What a privilege is was for me to call Penny my friend. I'm going to miss her greatly - her smile, her laugh, the way she pronounced certain words (i.e. idea), her love and compassion, her example of being a faithful servant and mostly her friendship. I realize that Penny is in much better place. She is healed from her cancer, she no longer has tubes, ports or bags going into her body. Penny is now perfect - and she has seen the face of God. I realize that those of us who knew her were only guaranteed an unknown amount of time to have her with us, and I also realize that she had completed the work God called her to do - and while I (and so many others) may feel it was too soon - He was ready to have her back. However, I look forward to and know that there will come a day when I again will see my friend...and I'm sure she will be at the gates of Heaven welcoming me in and grabbing my hand, running me to throne of Jesus Christ, so that we can together worship and praise Him for all eternity.
Over the last few days, I've been searching through songs to just bring comfort to my sad heart, and I came acrossed the one below, I found it to be so fitting of Penny.
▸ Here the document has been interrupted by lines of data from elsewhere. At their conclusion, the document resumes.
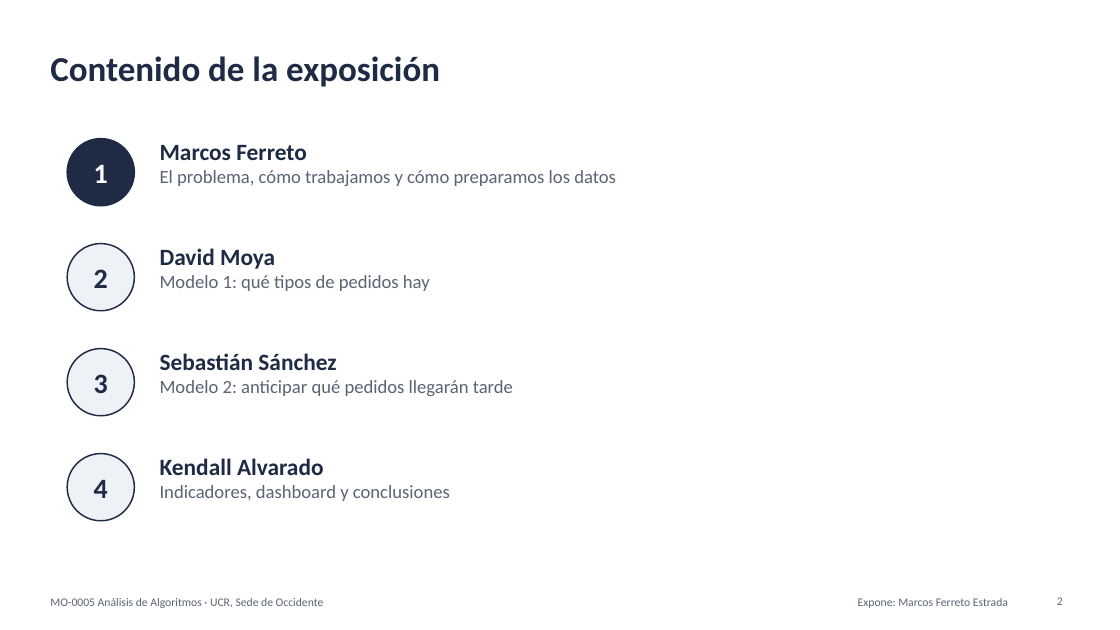
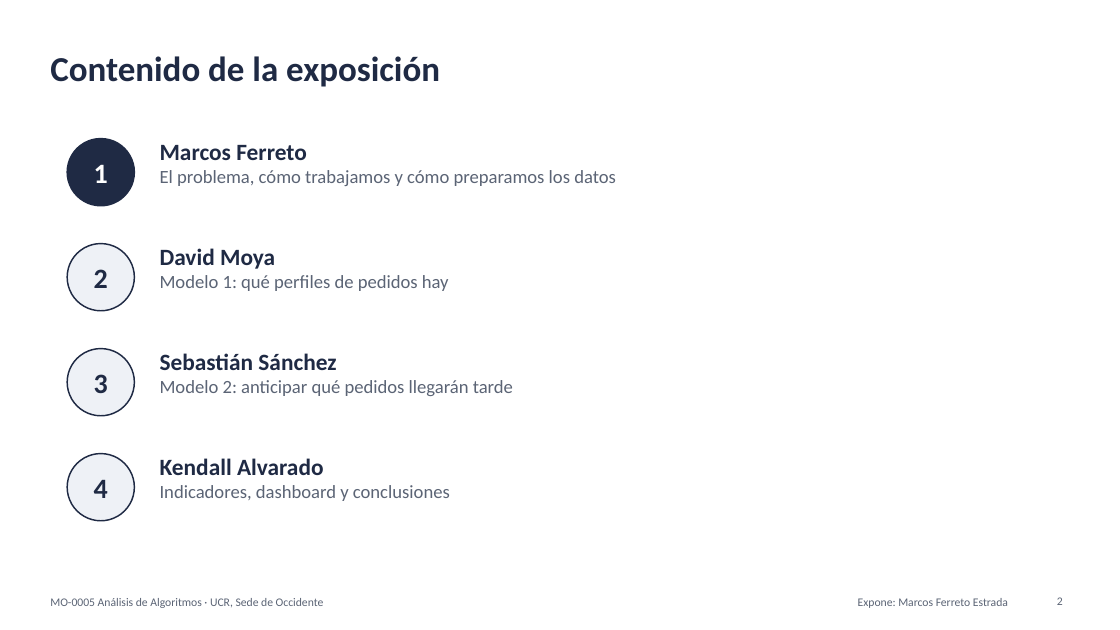
Before and after one commit to FerretoDev/mo0005-ecommerce-ml, a slide deck: slide 2 of presentacion/presentacion.pptx. Drawn at 1120x630 pixels with LibreOffice and Linux fonts; fonts in the diff are those of the drawing. Boxes give left, top, right and bottom in pixels: in the first picture for what was removed or moved away, otherwise in the second. Text is boxed around its words. In the diff, an @@ line names an element or a change of style, - is before the commit and + after.

```diff
--- a/presentacion/presentacion.pptx
+++ b/presentacion/presentacion.pptx
@@ text at bbox=[160, 275, 449, 291]: text changed @@
-Modelo 1: qué tipos de pedidos hay
+Modelo 1: qué perfiles de pedidos hay
```
Also in this commit, not shown: 7 other slides changed, 3 other files.

She always wanted to make sure that her life was causing people to love Jesus more - she encouraged people to love Him more and to come to know his unconditional love. So I found it rather appropriate to end my blog about Penny with this song. I love you Penny!
Until we meet again...may I too live a life that is pointing others to Christ and leave them loving Jesus more.
2 comments:
what a tribute Megan...thanks for always sharing your heart with us. She was a very special person who would relate to each of us in a unique way. It is great to hear everybody's different life story of Penny. thanks for sharing!
A beautiful and worthy tribute, Megan. Thank you so much for sharing.